Well of course, that's exactly what Cinema Studies was. As Roger Ebert says, so eloquently, "A movie is not about what it's about, but about how it is about it."
Eyes were opened in that class. Minds were opened. Worlds were opened wide to people. It was one of those classes that didn't just give you knowledge, although it most certainly did that. It taught you how to think. Now, a lot of wingnuts hear that line and they confuse it with being taught what to think.
That's not what I said. This was not indoctrination, such as the sanctimonious Santorum froths about. This was a continuous exercise in critical thinking. In not just looking....but seeing.
Mr. A wrote books. He won awards. He could have easily taught college students. But he spent decades enriching the lives of a bunch of suburban Chicago high school kids. A few years ago I learned that one of those kids went on to become one of the most lauded directors in the American theater. And although he chose to pursue his art on the stage rather than the screen, were I to ever meet him the first words out of my mouth would be "So, how much did Mr. A inspire you?"
I ran into Mr. A several years after graduating. I was with a friend of mine, a couple of years younger, who had also, at my urging, taken the Cinema Studies class but had also since graduated. We were at a Chicago Film Festival screening of Abel Gance's film Austerlitz. We went up to Mr. A, and he was so gracious, and so grateful, not only for our coming up to greet him but for our very presence at the film festival. He told us that former students would regularly approach him and tell him how much his class had meant to them, and how important this was, as he still had to fight regularly for the class's very existence.
I went on to take several other film classes at two different colleges, and they were all sad and pale pretenders to that wonderful high school class of Mr.

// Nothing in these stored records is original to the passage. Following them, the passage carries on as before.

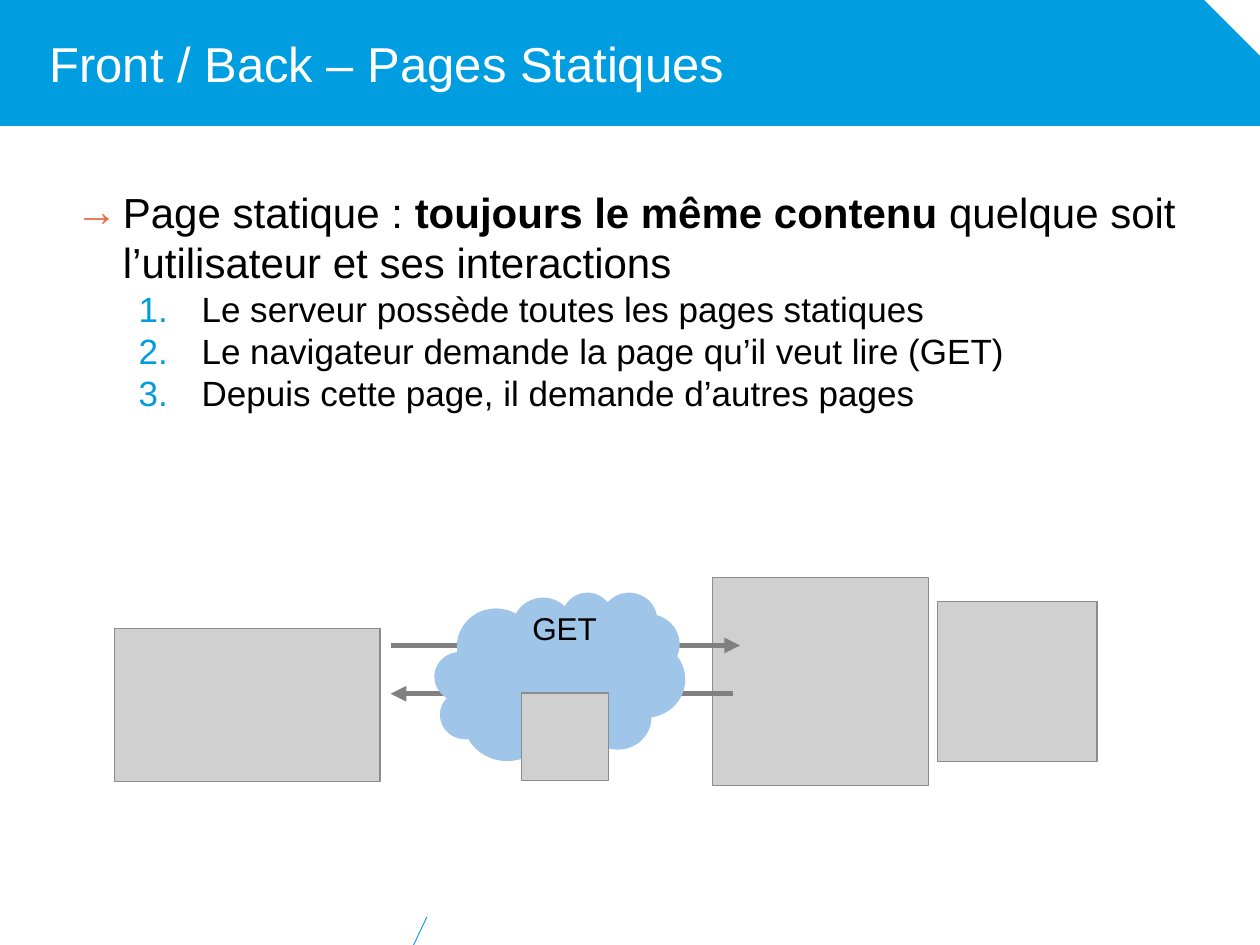
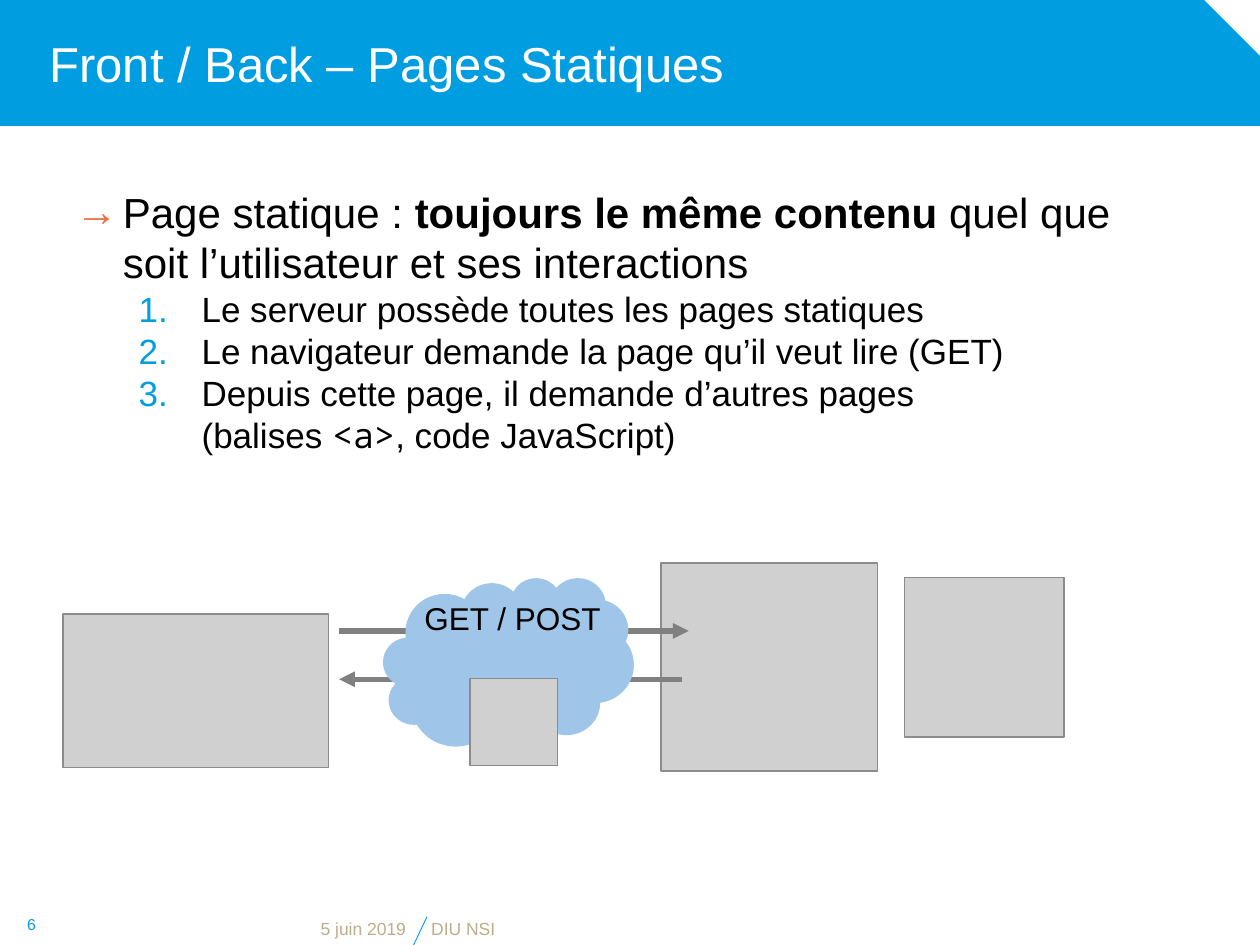
Before and after one commit to diu-uf-bordeaux/bloc1, a slide deck: slide 6 of web/5-Developpement/developpement.pptx. Drawn at 1260x945 pixels with LibreOffice and Linux fonts; fonts in the diff are those of the drawing; grey boxes stand for pictures; background and template pictures are left out. Boxes give left, top, right and bottom in pixels: in the first picture for what was removed or moved away, otherwise in the second. Text is boxed around its words. In the diff, an @@ line names an element or a change of style, - is before the commit and + after.

```diff
--- a/web/5-Developpement/developpement.pptx
+++ b/web/5-Developpement/developpement.pptx
@@ text at <box>123,196,1110,279</box>: spaces changed @@
-→ Page statique : toujours le même contenu quelque soit l’utilisateur et ses interactions
+→ Page statique : toujours le même contenu quel que soit l’utilisateur et ses interactions
@@ text at <box>202,380,914,455</box>: text changed @@
-  3. Depuis cette page, il demande d’autres pages
+  3. Depuis cette page, il demande d’autres pages
+     (balises <a>, code JavaScript)
@@ 3 pictures, 2 arrows, 1 cloud: place and size @@
-3 pictures, 2 arrows, 1 cloud at <box>115,577,929,785</box>
+3 pictures, 2 arrows, 1 cloud at <box>63,563,878,771</box>
@@ picture: place and size @@
-picture at <box>937,602,1097,762</box>
+picture at <box>905,577,1065,737</box>
@@ text at <box>424,608,601,631</box>: text changed @@
-GET
+GET / POST
@@ page number added at <box>27,919,36,930</box>, 9 pt, text #009DE0 @@
+6
@@ text added at <box>321,922,406,939</box>, 10 pt, text #BEAD8A @@
+5 juin 2019
@@ text added at <box>431,923,495,935</box>, 10 pt, text #BEAD8A @@
+DIU NSI
```
Also in this commit, not shown: 6 other slides changed.
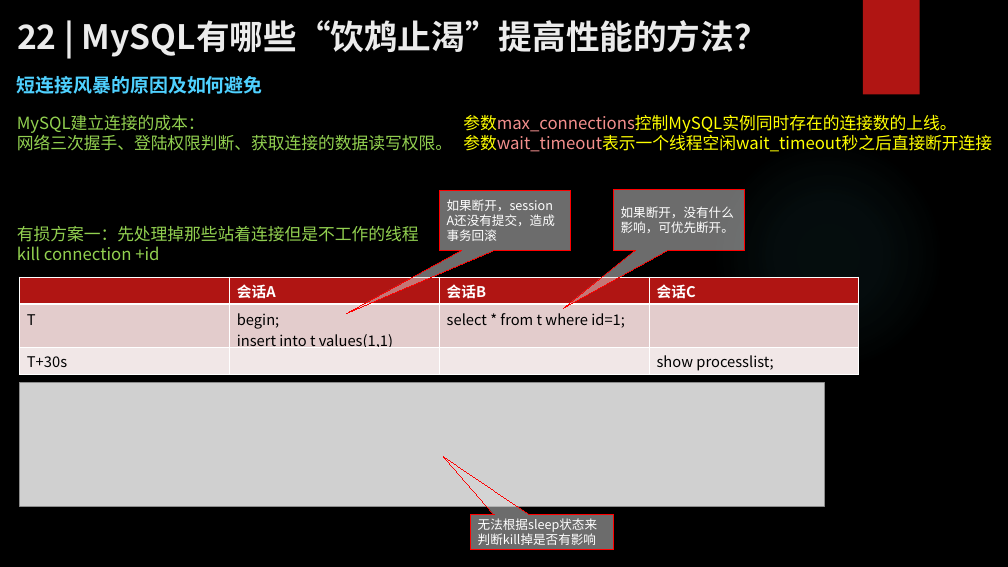
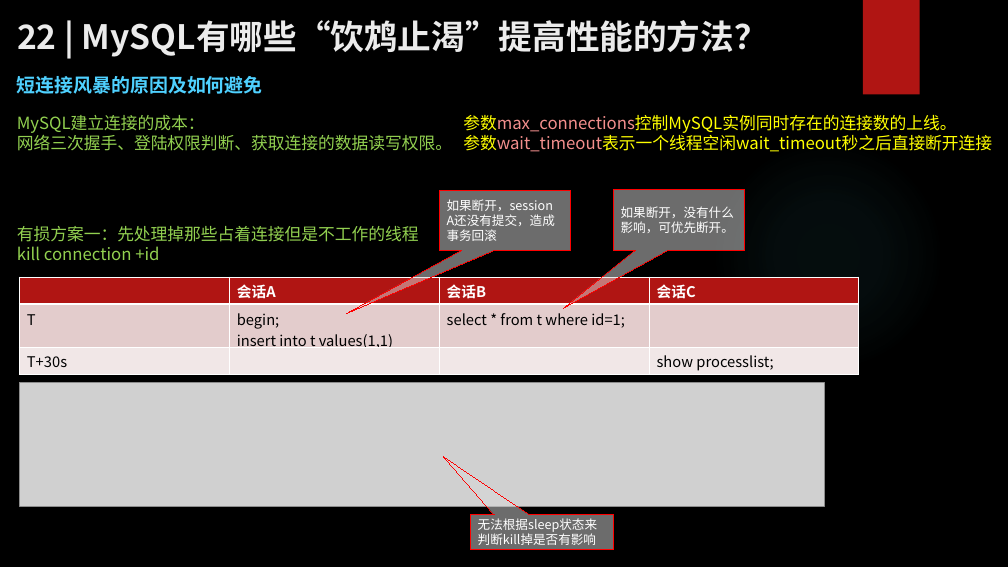
Before and after one commit to zhangkekf/reading-notes, a slide deck: slide 2 of MySQL实战/22MySQL有哪些“饮鸩止渴”提高性能的方法？.pptx. Drawn at 1008x567 pixels with LibreOffice and Linux fonts; fonts in the diff are those of the drawing; grey boxes stand for pictures; background and template pictures are left out. Boxes give left, top, right and bottom in pixels: in the first picture for what was removed or moved away, otherwise in the second. Text is boxed around its words. In the diff, an @@ line names an element or a change of style, - is before the commit and + after.

```diff
--- a/MySQL实战/22MySQL有哪些“饮鸩止渴”提高性能的方法？.pptx
+++ b/MySQL实战/22MySQL有哪些“饮鸩止渴”提高性能的方法？.pptx
@@ text at bbox=[17, 226, 419, 242]: text changed @@
-有损方案一：先处理掉那些站着连接但是不工作的线程
+有损方案一：先处理掉那些占着连接但是不工作的线程
```
Also in this commit, not shown: 2 other files.
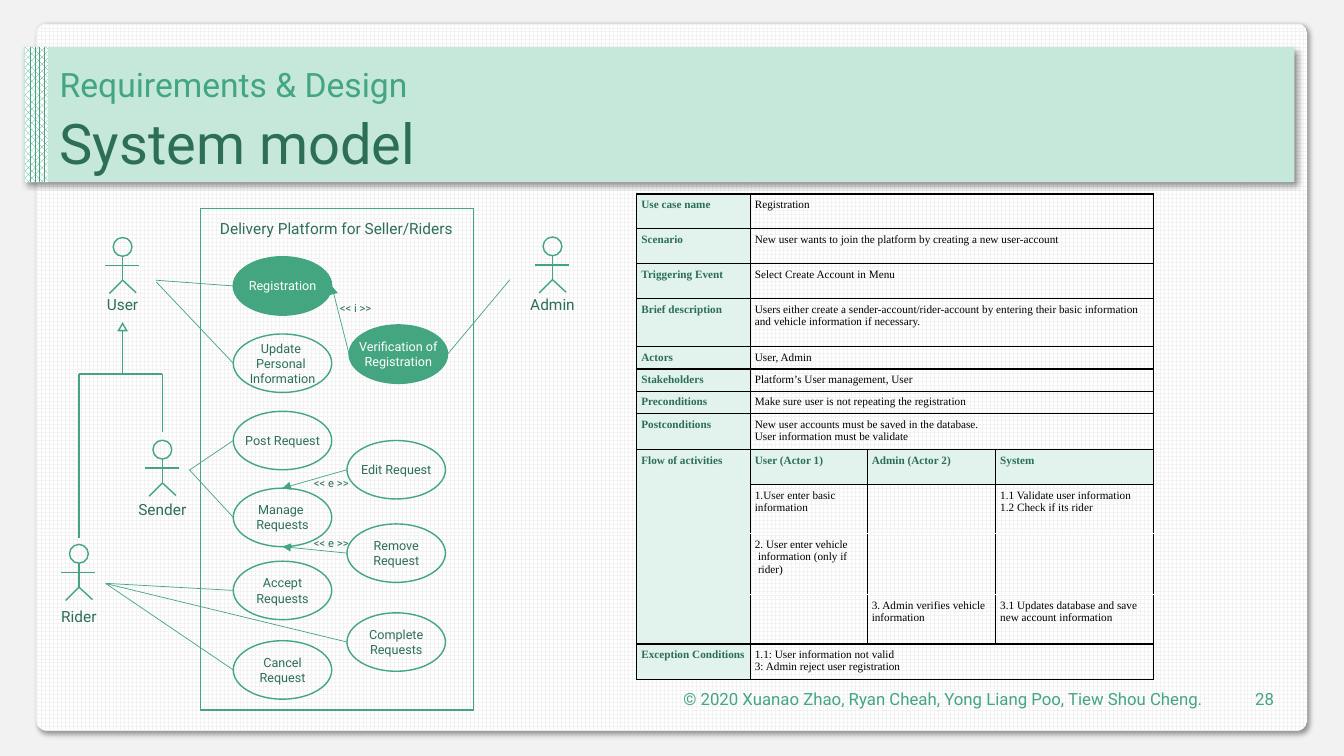
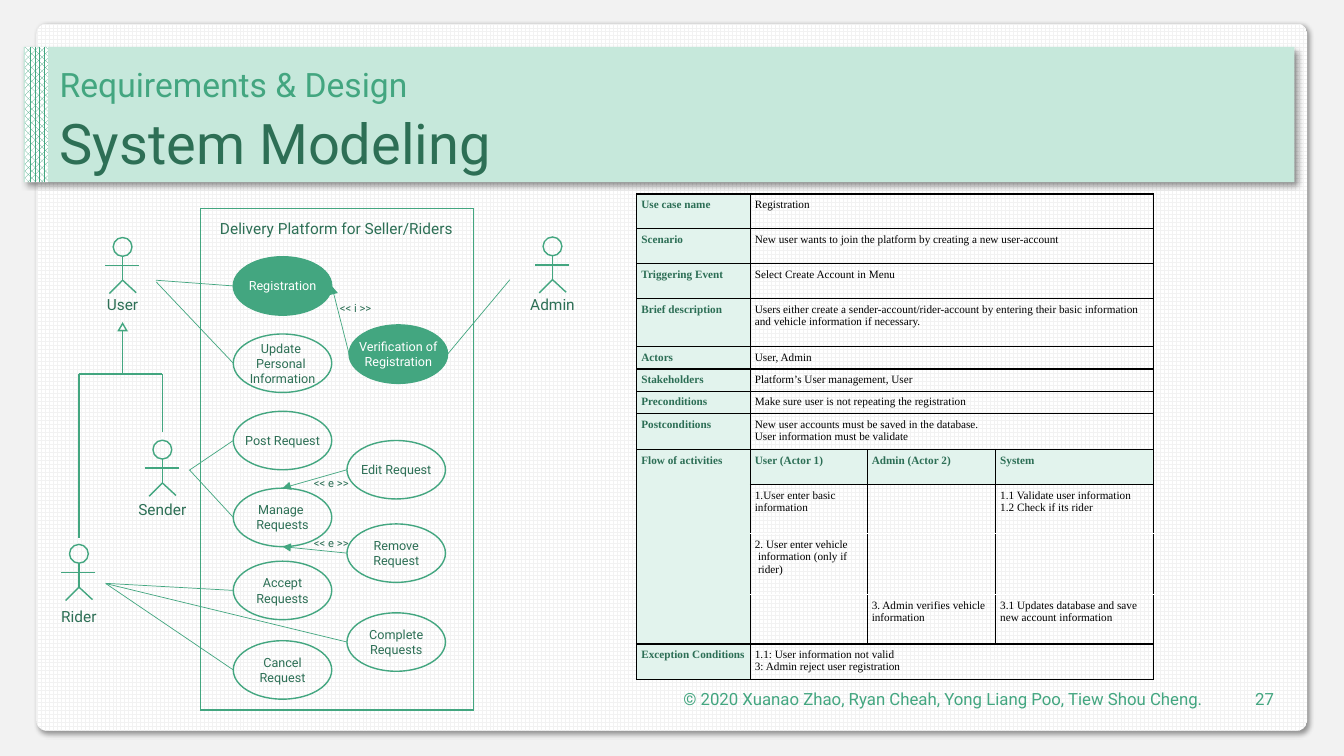
Before and after one commit to DIT202003G1/SAD-Assignment, a slide deck: slide 27 of Presentaion.pptx (slide 28 before the commit). Drawn at 1344x756 pixels with LibreOffice and Linux fonts; fonts in the diff are those of the drawing. Boxes give left, top, right and bottom in pixels: in the first picture for what was removed or moved away, otherwise in the second. Text is boxed around its words. In the diff, an @@ line names an element or a change of style, - is before the commit and + after.

```diff
--- a/Presentaion.pptx
+++ b/Presentaion.pptx
@@ text at (x1=60, y1=122, x2=490, y2=176): text changed @@
-System model
+System Modeling
@@ page number at (x1=1255, y1=693, x2=1274, y2=705): text changed @@
-28
+27
```
Also in this commit, not shown: 36 other slides changed, 19 slides added, 1 slide removed.
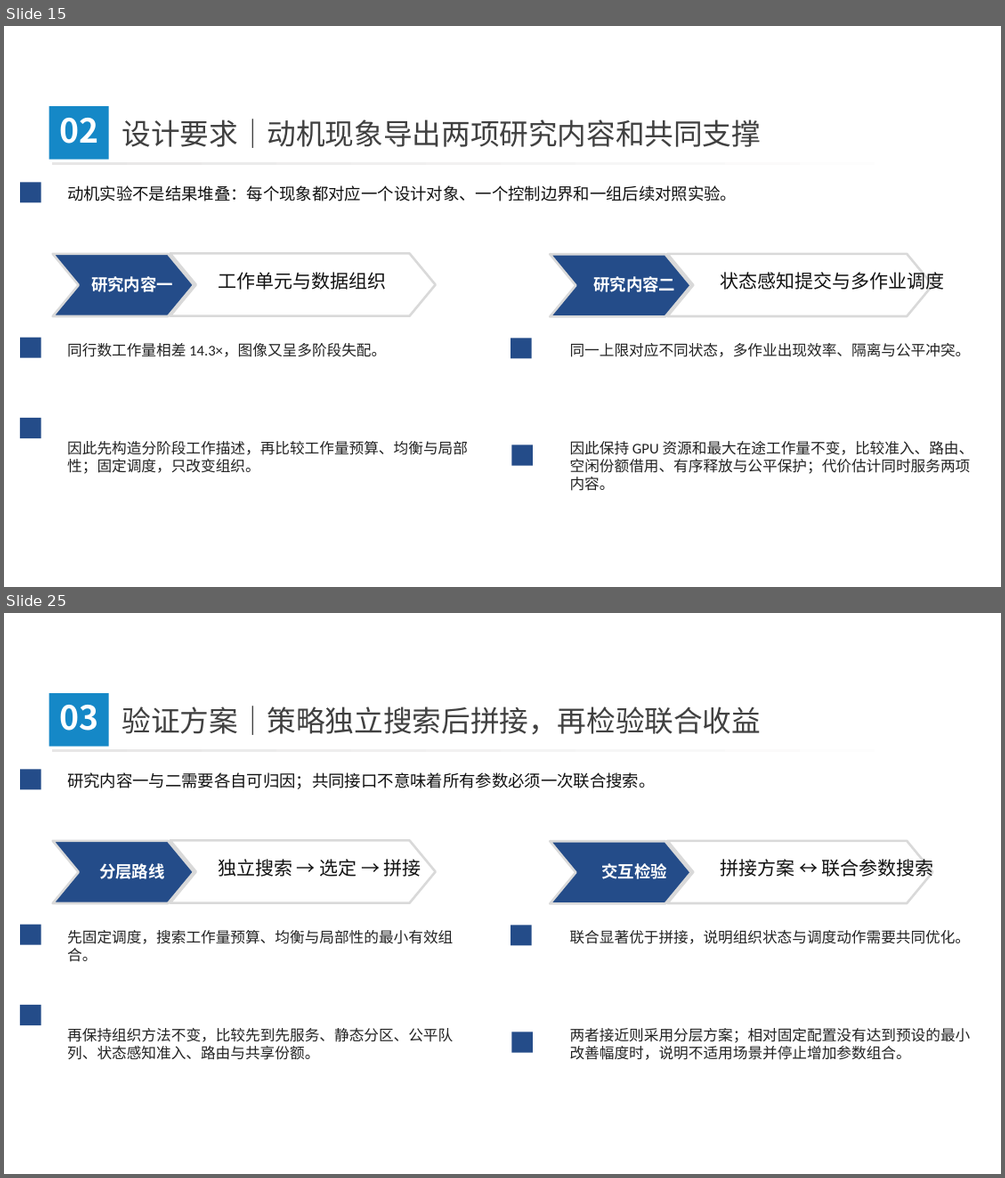
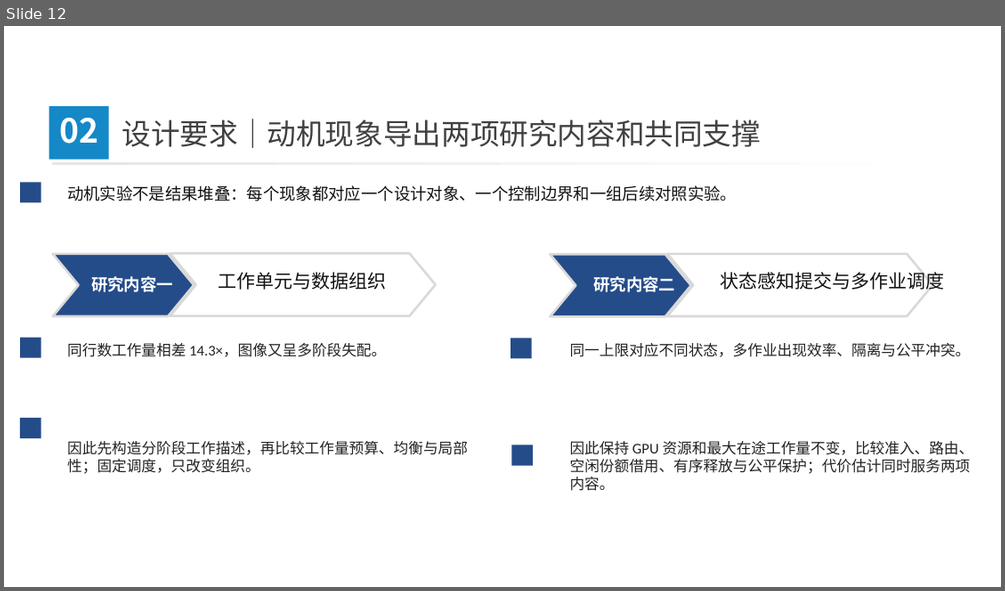
Before and after one commit to 3444374/ai-operator-execution-optimization, a slide deck: opening/slides/opening_defense_20260812_v9.pptx. Shown one above the other, each under a label of ours: slides 15 and 25 before the commit, slide 12 after it; the slides between them are not shown. The pictures are 1005x1178 and 1005x591 pixels, drawn with LibreOffice and Linux fonts; fonts in the diff are those of the drawing; background and template pictures are left out. Boxes give left, top, right and bottom in pixels: in the first picture for what was removed or moved away, otherwise in the second. Text is boxed around its words. In the diff, an @@ line names an element or a change of style, - is before the commit and + after.

```diff
--- a/opening/slides/opening_defense_20260812_v9.pptx
+++ b/opening/slides/opening_defense_20260812_v9.pptx
@@ slide 25 removed at (4,613,1001,1174), background picture (left out); not listed: 1 template element that a slide beside it also shows @@
@@ title removed at (48,693,109,747) @@
-03
@@ text removed at (122,706,761,735) @@
-验证方案｜策略独立搜索后拼接，再检验联合收益
@@ rectangle removed at (20,770,41,790) @@
@@ text removed at (67,772,655,789) @@
-研究内容一与二需要各自可归因；共同接口不意味着所有参数必须一次联合搜索。
@@ chevron removed at (53,841,194,904) @@
@@ chevron removed at (170,840,436,903) @@
@@ chevron removed at (550,841,691,904) @@
@@ chevron removed at (667,841,933,904) @@
@@ text removed at (99,863,164,879) @@
-分层路线
@@ text removed at (218,859,421,876) @@
-独立搜索 → 选定 → 拼接
@@ text removed at (602,863,667,879) @@
-交互检验
@@ text removed at (720,859,934,876) @@
-拼接方案 ↔ 联合参数搜索
@@ rectangle removed at (20,925,41,945) @@
@@ text removed at (67,930,453,962) @@
-先固定调度，搜索工作量预算、均衡与局部性的最小有效组合。
@@ rectangle removed at (510,925,531,946) @@
@@ text removed at (570,930,970,944) @@
-联合显著优于拼接，说明组织状态与调度动作需要共同优化。
@@ rectangle removed at (20,1005,40,1026) @@
@@ text removed at (67,1028,453,1060) @@
-再保持组织方法不变，比较先到先服务、静态分区、公平队列、状态感知准入、路由与共享份额。
@@ rectangle removed at (512,1032,533,1053) @@
@@ text removed at (570,1028,971,1060) @@
-两者接近则采用分层方案；相对固定配置没有达到预设的最小改善幅度时，说明不适用场景并停止增加参数组合。
@@ what was slide 15 is now slide 12 @@
```
Also in this commit, not shown: 22 slides changed, 1 slide added, 5 other slides removed, 7 other files.

A's.
Eventually Cinema Studies was retitled to something on the order of "Film & Society" and I guess that finally brought a little breather from having to defend this gem of a class from the "You mean you go to school and watch movies?!?!" crowd. Mr. A retired from teaching a few years ago, after changing the lives of an estimated 6,000 students. Me being one of them.
So....that's my personal testimonial to the most memorable teacher I ever had. Please tell us about yours, if you would.